The California Spangled Cat is an experimental breed of cat with markings that resemble the cheetah or leopard created by Paul Casey.
==History==
Paul Casey was inspired to create the breed from a conversation he had with Louis Leakey. In relation to the death of a leopard by poachers Casey and Leakey discussed how people would be more likely to support conservation efforts if they had a cat that resembled a leopard.

Casey started with breeding a female Traditional Siamese to a Turkish Angora. Later breeds added to the bloodline were the British Shorthair, American Shorthair, Manx, and Abyssinian. Later on moggies from Malaya and Egypt were added to the gene pool. By 1985 the look of the breed had been established and managed to form a breed club, the California Spangled Cat Association.

Casey advertised his breed in the Neiman-Marcus catalog which generated controversy from both fanciers and animal rights activists, the latter due to Neiman-Marcus catalog advertising animal coats.

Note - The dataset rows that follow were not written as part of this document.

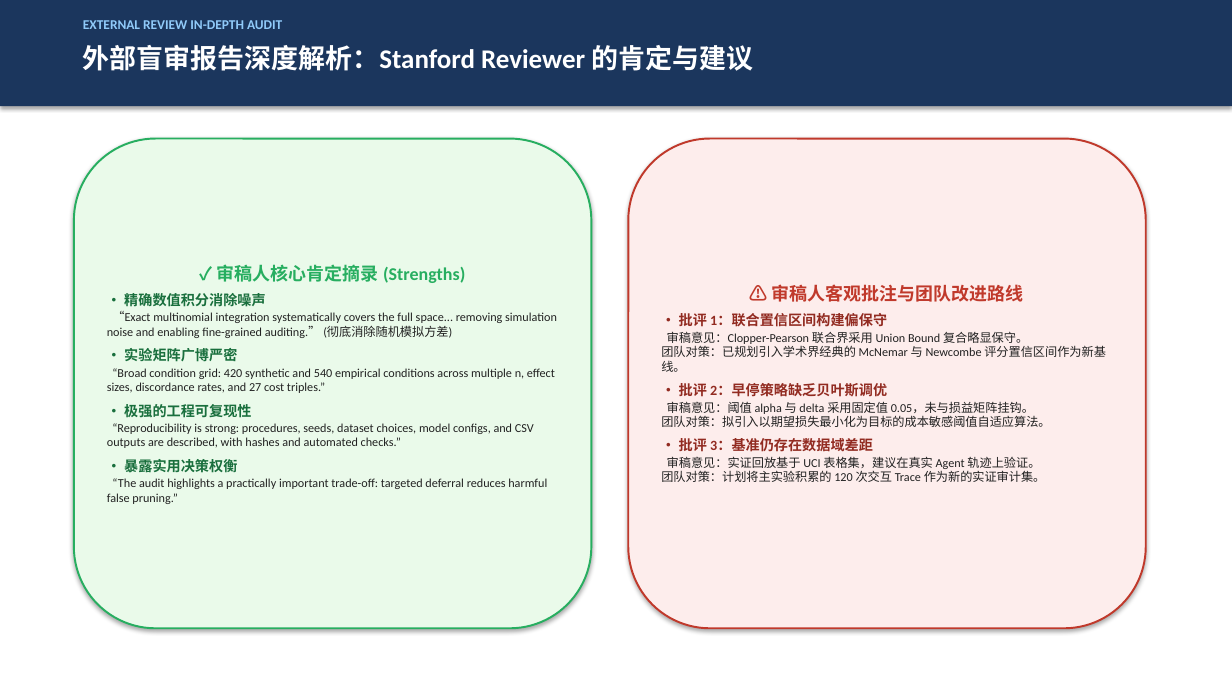
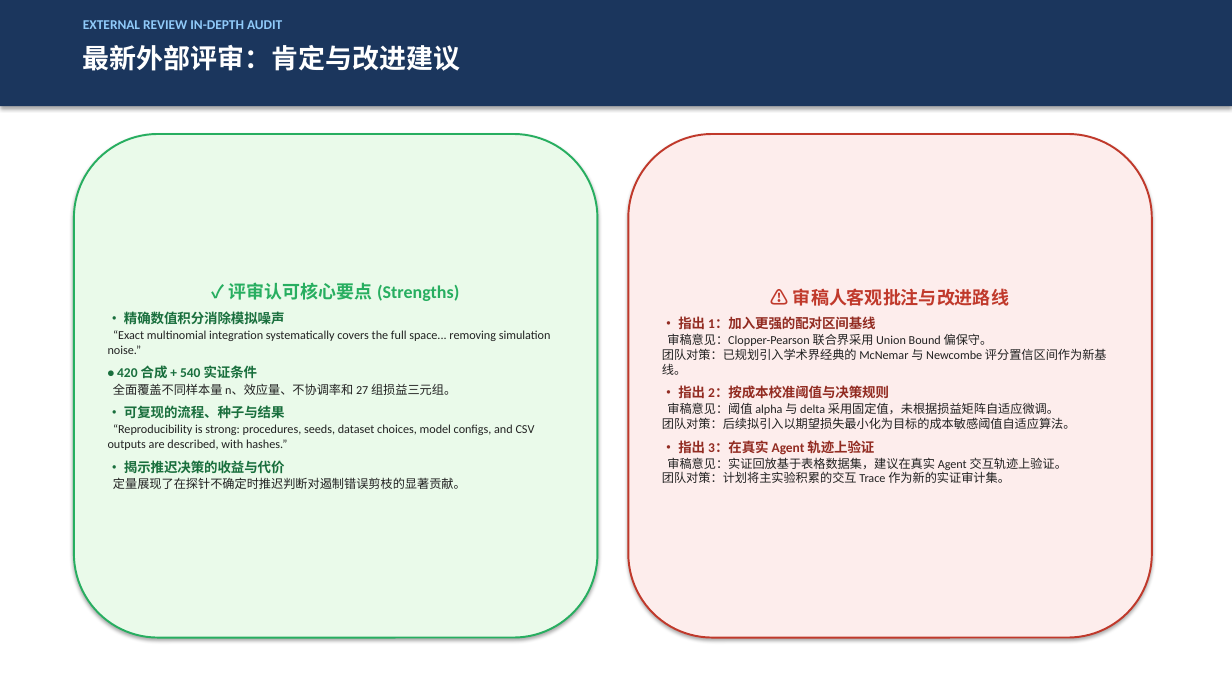
Before and after one commit to MieSheeeep/JiuwenSwarmPaperAgent, a slide deck: slide 10 of docs/第6组项目汇报PPT_终版.pptx. Drawn at 1232x693 pixels with LibreOffice and Linux fonts; fonts in the diff are those of the drawing. Boxes give left, top, right and bottom in pixels: in the first picture for what was removed or moved away, otherwise in the second. Text is boxed around its words. In the diff, an @@ line names an element or a change of style, - is before the commit and + after.

Commit message:
feat: unify framework adaptation and testing claims across PPT, manuscripts, and submission materials

```diff
--- a/docs/第6组项目汇报PPT_终版.pptx
+++ b/docs/第6组项目汇报PPT_终版.pptx
@@ text at [83, 45, 460, 71]: text changed @@
-外部盲审报告深度解析：Stanford Reviewer 的肯定与建议
+最新外部评审：肯定与改进建议
@@ rounded rectangle "✓ 评审认可核心要点 (Strengths)": place and size @@
-rounded rectangle "✓ 评审认可核心要点 (Strengths)" at [74, 139, 592, 628]
+rounded rectangle "✓ 评审认可核心要点 (Strengths)" at [74, 134, 598, 638]
@@ rounded rectangle "⚠️ 审稿人客观批注与改进路线": place and size @@
-rounded rectangle "⚠️ 审稿人客观批注与改进路线" at [628, 139, 1146, 628]
+rounded rectangle "⚠️ 审稿人客观批注与改进路线" at [628, 134, 1153, 638]
@@ text in rounded rectangle at [108, 282, 551, 489]: text changed @@
-✓ 审稿人核心肯定摘录 (Strengths)
-• 精确数值积分消除噪声
-“Exact multinomial integration systematically covers the full space... removing simulation noise and enabling fine-grained auditing.” (彻底消除随机模拟方差)
-• 实验矩阵广博严密
-“Broad condition grid: 420 synthetic and 540 empirical conditions across multiple n, effect sizes, discordance rates, and 27 cost triples.”
-• 极强的工程可复现性
-“Reproducibility is strong: procedures, seeds, dataset choices, model configs, and CSV outputs are described, with hashes and automated checks.”
-• 暴露实用决策权衡
-“The audit highlights a practically important trade-off: targeted deferral reduces harmful false pruning.”
+✓ 评审认可核心要点 (Strengths)
+• 精确数值积分消除模拟噪声
+“Exact multinomial integration systematically covers the full space... removing simulation noise.”
+• 420 合成 + 540 实证条件
+全面覆盖不同样本量 n、效应量、不协调率和 27 组损益三元组。
+• 可复现的流程、种子与结果
+“Reproducibility is strong: procedures, seeds, dataset choices, model configs, and CSV outputs are described, with hashes.”
+• 揭示推迟决策的收益与代价
+定量展现了在探针不确定时推迟判断对遏制错误剪枝的显著贡献。
@@ text in rounded rectangle at [662, 288, 1107, 483]: text changed @@
-⚠️ 审稿人客观批注与团队改进路线
-• 批评 1：联合置信区间构建偏保守
-审稿意见：Clopper-Pearson 联合界采用 Union Bound 复合略显保守。
-团队对策：已规划引入学术界经典的 McNemar 与 Newcombe 评分置信区间作为新基线。
-• 批评 2：早停策略缺乏贝叶斯调优
-审稿意见：阈值 alpha 与 delta 采用固定值 0.05，未与损益矩阵挂钩。
-团队对策：拟引入以期望损失最小化为目标的成本敏感阈值自适应算法。
-• 批评 3：基准仍存在数据域差距
-审稿意见：实证回放基于 UCI 表格集，建议在真实 Agent 轨迹上验证。
-团队对策：计划将主实验积累的 120 次交互 Trace 作为新的实证审计集。
+⚠️ 审稿人客观批注与改进路线
+• 指出 1：加入更强的配对区间基线
+审稿意见：Clopper-Pearson 联合界采用 Union Bound 偏保守。
+团队对策：已规划引入学术界经典的 McNemar 与 Newcombe 评分置信区间作为新基线。
+• 指出 2：按成本校准阈值与决策规则
+审稿意见：阈值 alpha 与 delta 采用固定值，未根据损益矩阵自适应微调。
+团队对策：后续拟引入以期望损失最小化为目标的成本敏感阈值自适应算法。
+• 指出 3：在真实 Agent 轨迹上验证
+审稿意见：实证回放基于表格数据集，建议在真实 Agent 交互轨迹上验证。
+团队对策：计划将主实验积累的交互 Trace 作为新的实证审计集。
```
Also in this commit, not shown: 13 other slides changed, 2 slides added, 2 slides removed, 13 other files.
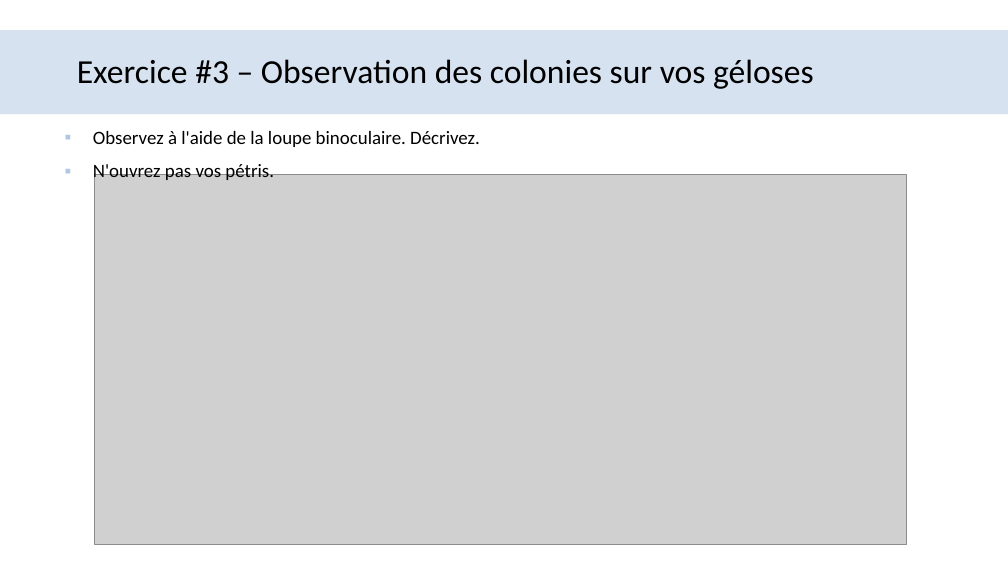
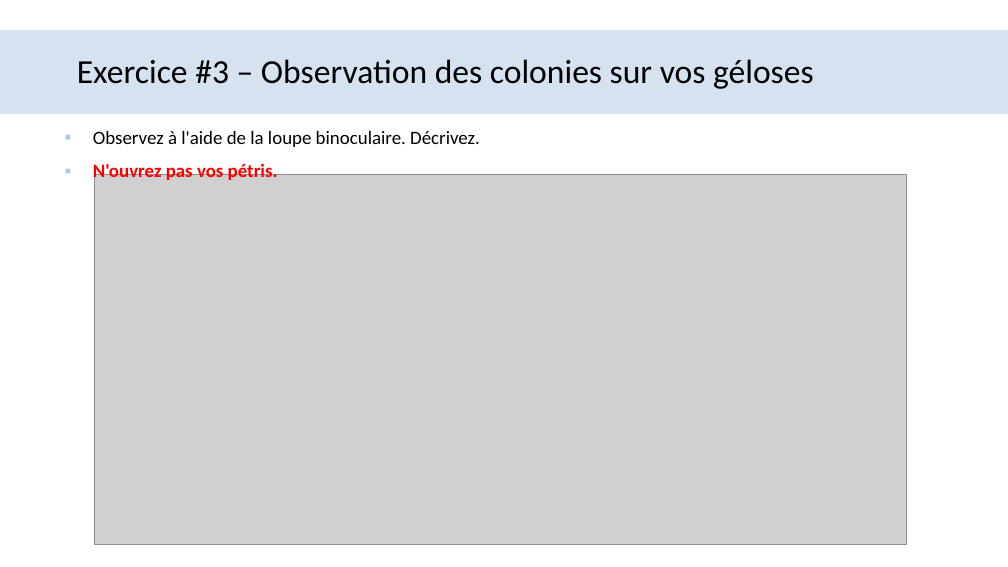
Before and after one commit to ShyGuy509/bio1410_2025, a slide deck: slide 18 of BIO1410_labo-2.pptx. Drawn at 1008x567 pixels with LibreOffice and Linux fonts; fonts in the diff are those of the drawing; grey boxes stand for pictures; background and template pictures are left out. Boxes give left, top, right and bottom in pixels: in the first picture for what was removed or moved away, otherwise in the second. Text is boxed around its words. In the diff, an @@ line names an element or a change of style, - is before the commit and + after.

```diff
--- a/BIO1410_labo-2.pptx
+++ b/BIO1410_labo-2.pptx
@@ text at [93, 162, 278, 183]: text colour #000000 to #FF0000, bold on in "N'ouvrez pas vos pétris." @@
```
Also in this commit, not shown: 4 other files.
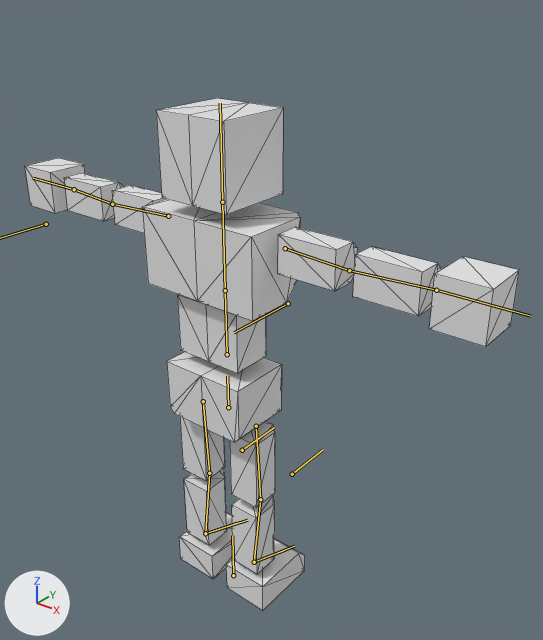
A saved change to the glTF model BrowserGame/public/models/ToyQuest.glb.
Camera for both pictures: a 50 mm camera at (11.64, -12.72, 12.09) aimed at (0.63, 1.04, 3.56). Arrows for +X, +Y and +Z are at lower left; the lights stay in place. The bones that bend it are drawn over the model as lines. Mesh edges are drawn as thin lines.

The first picture shows '立方体'.
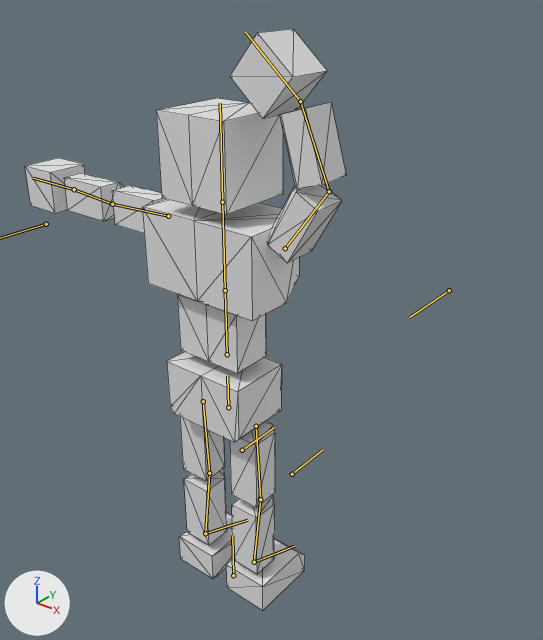
The newer file adds an action. The first version stands in its rest pose; the second is drawn at frame 12 of the action '01_rightarm.greet'.

Where the change shows, as pixel boxes [x1, y1, x2, y2] in the pictures (543 x 640 px):
'立方体', posed (35% narrower, 13% taller)
    before: [25, 98, 519, 610]
    after: [25, 29, 346, 610]
bone 'upper arm.L', root to tip
    before: (285, 248) to (349, 270)
    after: (285, 248) to (329, 191)
bone 'forearm.L', root to tip
    before: (349, 270) to (436, 290)
    after: (329, 191) to (300, 101)
bone 'hand.L', root to tip
    before: (436, 290) to (531, 316)
    after: (300, 101) to (245, 32)

The change in detail:
Bone 'upper arm.L' (bone_upper_arm_l) turns from (0, 0, 0) to (31, 98, 84) degrees about its own x, y and z.
Bone 'forearm.L' (bone_forearm_l) turns from (0, 0, 0) to (-47, 0, -1) degrees about its own x, y and z.
Bone 'hand.L' (bone_hand_l) turns from (0, 0, 0) to (-94, -57, 93) degrees about its own x, y and z.

The widespread publicity worked in Casey's favour and hundreds of people inquired about the breed.

Despite the publicity the breeds numbers progressed slowly due to most cats being sold. In 1994 a California Sprangled won best in show at a Paris fancier competition.

In 2003 only around 200 California Sprangled Cats were recorded to exist.
==Recognition==
The California Sprangled has experimental recognition with both the American Cat Association (ACA) and The International Cat Association (TICA).
==Appearance==
The California Sprangled's markings are similar to that of a leopard or cheetah with well defined spots and musculature. The spots may be round, square, triangular, and oval. Eyelet, fish scale, and crescent spots are disallowed.